- Born: 7 April 1952 (age 73) Kikuyu Constituency, Kiambu County, Kenya
- Occupations: Founder, Editor-in-Chief
- Known for: Parents Africa magazine
- Children: 3

= Eunice Mathu =

Kenyan journalist

Eunice Njambi Mathu (born 7 April 1952) is the founder and editor-in-chief of Parents Africa, Kenya's most popular and longest running print magazine.

==Early life==
Njambi was born on 7 April 1952 in Kikuyu Constituency, Kiambu County as the seventh child in a family of nine. Her father died when she was still a young child and Njambi was raised by one parent for most of her childhood.

==Work==
On completing her university studies in 1975, Njambi joined Nation Newspapers as a features writer. She would later move to East Africa Industries (now Unilever Kenya) where she worked for 5 years and established the communications department.

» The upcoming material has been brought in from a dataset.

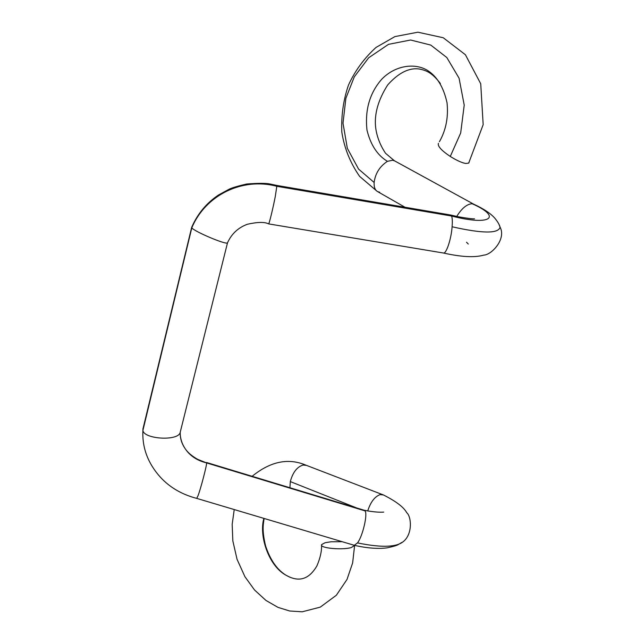 <?xml version="1.0" encoding="UTF-8"?>
<svg xmlns="http://www.w3.org/2000/svg" width="644" height="644" viewBox="0 0 644 644"><rect width="100%" height="100%" fill="white"/><g stroke="black" fill="none" stroke-linecap="round" stroke-linejoin="round"><path stroke-width="0.97" d="M306.464 465.379L303.034 465.049C297.013 466.916 292.77 472.43 290.315 481.591L356.824 508.011M383.518 494.986L380.137 494.584C374.671 496.685 370.542 502.127 367.74 510.917M456.733 216.44C461.748 208.318 466.884 204.076 472.133 203.729L473.34 204.019C483.547 208.696 490.728 213.446 494.882 218.268C497.667 221.649 499.406 224.603 500.082 227.131L498.979 224.434M379.686 192.226L377.714 191.662C375.09 190.278 373.898 187.211 374.132 182.469C375.299 173.445 379.727 166.402 387.422 161.33L392.647 160.219L394.756 160.944M377.714 191.662L404.987 207.239M354.643 545.404L351.294 547.561C342.342 550.226 319.488 548.221 321.573 544.639L325.075 542.731L330.976 541.781L342.189 541.701M469.065 162.505L468.687 163.101L465.789 163.463C462.046 162.884 456.87 160.549 450.277 156.452C441.39 150.479 437.437 146.108 438.435 143.354M196.75 498.392L354.281 545.307L357.517 542.908C362.701 536.162 367.885 513.976 365.019 510.885L364.19 510.241M227.614 242.547L227.461 242.909C231.534 233.861 238.175 227.646 247.385 224.257C257.568 221.963 264.652 221.842 268.62 223.887L268.62 223.887C269.015 224.555 272.903 208.889 275.31 196.356L276.928 185.456L450.719 215.024L451.613 216.03C452.346 218.083 452.507 221.665 452.096 226.777C451.251 239.343 446.163 254.018 443.483 253.02L443.402 253.003M365.019 510.885L206.635 462.923C197.096 460.621 189.916 455.839 185.094 448.57C185.585 449.222 188.298 454.044 197.732 459.373L206.635 462.923C206.837 465.306 200.839 488.329 198.03 495.735L196.71 498.384C176.102 492.966 160.758 481.446 150.704 463.825M180.4 431.536L180.038 432.985C176.875 441.229 143.902 439.063 142.904 430.442L142.952 428.55M276.928 185.456L270.496 184.087C266.342 183.129 258.357 183.105 246.531 184.023C237.547 186.148 231.751 187.879 229.143 189.199L218.541 194.979C206.555 203.013 197.619 213.752 191.743 227.171M227.461 242.909C225.891 244.889 194.754 231.735 191.799 227.879L191.711 227.187M252.142 476.294C270.44 461.378 288.415 457.691 306.069 465.226L382.488 494.592M290.315 481.591L289.929 487.741M289.889 577.225L285.912 575.156C268.685 565.939 258.751 535.736 263.887 518.396M450.277 156.452L460.677 133.01L464.219 105.117L459.075 78.19L446.799 57.517L430.764 45.08L410.614 40.009L388.517 44.339L368.666 57.783L354.281 76.877L345.884 98.266L343.002 123.165L347.333 148.321L358.579 169.09L374.132 182.469M439.401 141.728C445.962 130.217 448.506 117.248 447.041 102.831C443.636 87.254 437.059 76.403 427.318 70.285C414.253 62.524 394.764 65.664 381.747 79.228C369.737 92.929 364.818 109.883 366.983 130.096C370.59 144.876 377.4 155.285 387.422 161.33M357.517 542.908C377.473 547.022 391.472 547.344 399.505 543.874L401.735 542.441M452.096 226.777C482.485 233.627 498.48 233.748 500.082 227.139M150.471 463.398C144.844 453.191 142.324 442.203 142.904 430.442L191.799 227.879C205.364 195.245 242.233 176.995 276.96 186.333L451.613 216.03C490.953 226.205 502.376 217.044 472.133 203.729M185.094 448.57L184.957 448.361C181.866 443.595 180.264 438.395 180.151 432.752M440.399 83.559C432.462 73.078 426.642 70.373 419.164 68.997C408.9 67.604 398.403 72.925 387.68 84.952C377.98 100.231 373.995 114.656 375.742 128.228C376.998 137.019 380.274 145.383 385.571 153.304L394.345 160.726L473.767 204.212M234.223 509.557L232.186 524.305L232.822 540.847L237.04 559.266L244.897 576.646L254.525 589.985L265.932 600.417L277.975 607.364L289.719 611.003L302.205 611.8L320.285 607.131L336.361 595.241L347.019 579.423L352.63 562.953L354.586 545.71M321.565 545.226C321.775 551.24 320.229 558.115 316.92 565.867C312.968 572.653 308.46 576.823 303.404 578.368C298.204 579.97 292.368 578.9 285.912 575.156C277.065 569.715 270.311 560.014 265.634 546.056C261.899 530.624 263.195 524.675 264.129 518.468M377.223 191.389L359.634 176.408C350.215 162.852 344.274 148.04 341.803 131.98C341.159 115.485 343.397 99.844 348.501 85.032C355.005 70.784 364.166 58.266 375.991 47.463L394.925 36.587L417.9 32.2L443.241 37.738L465.395 54.724L480.722 83.752L483.169 124.654L468.687 163.101M354.345 545.331C366.943 548.173 377.843 549.018 387.052 547.867C399.779 545.106 397.549 544.518 399.505 543.874C413.311 538.054 411.838 516.754 406.718 512.68C403.796 507.174 395.907 501.201 383.035 494.769M364.214 510.249L367.531 510.877C374.397 512.012 379.791 512.423 383.695 512.109M500.09 227.139C506.426 239.125 491.557 255 483.7 255.121C476.777 257.093 465.218 257.89 443.458 253.02L268.629 223.895M450.719 215.024L458.093 216.722C467.061 218.308 472.543 219.008 474.531 218.815M468.277 244.044L466.522 242.241M206.571 462.497L364.351 510.29M184.957 448.361C181.624 443.434 180.046 438.153 180.231 432.518M180.038 432.985L227.485 242.893M143.161 428.051L191.614 227.598"/></g></svg>

Njambi was also tasked with producing a corporate magazine. This is where she first thought of starting her own magazine. She registered her company in 1981 and Consumer Digest magazine was born in 1984. More inspiration would come in 1985 during the United Nations Third World Conference on Women held in Nairobi where she was the assistant editor for the conference's official publication.

==Parents Africa==
Njambi established Parents in 1986 and issued the launch edition in July of the same year. There were 25,000 copies and it was a sell-out. In order to ensure she balanced her work and family, she folded Consumer Digest and focused on Parents magazine. She initially produced the magazine every 2 months. It centered on family, relationships and would become the first Kenyan mainstream magazine to discuss sexual topics quite elaborately. The magazine has been on Kenyan newsstands since. The cover features regular Kenyan couples and their children with about 20 couples requesting to be put on the cover each month. According to research firm Steadman (now known as Ipsos Kenya), Parents had circulation figures of up to 40,000 and readership of 6.5 million in 2005.

==Other Roles==

Source:
- Founder and Managing Director of publishing company Stellan Consult Ltd
- Founder of the Bodywise Fitness Centre
- Founder member of the Kenya Women Finance Trust
- Founder member of the Media Owners Association
- Founder member of the Association of Media Women in Kenya
- Founder member of the Public Relations Society of Kenya

==Philanthropy==

===Starehe Girls' Centre===
Njambi was inspired to start a quality high school for bright girls from poor backgrounds following a conversation with Geoffrey Griffin, the founder of Starehe Boys’ Centre. Griffin had already been entertaining the thought over the years and was reserving some donor money just in case. Njambi approached a number of successful women including respected educationist Eddah Gachukia. She also got veteran industrialist Manu Chandaria involved. Once the then Education Minister George Saitoti committed to provide teachers for the school, many people and institutions joined in after that including foreign embassies and the Starehe Boys' alumni. Starehe Girls' Centre was born and is 100% free with the government providing the teachers and the donors paying the support staff. Several girls from the school have secured admission in some of the world's best universities including Yale. Njambi is a member of the school's board of trustees.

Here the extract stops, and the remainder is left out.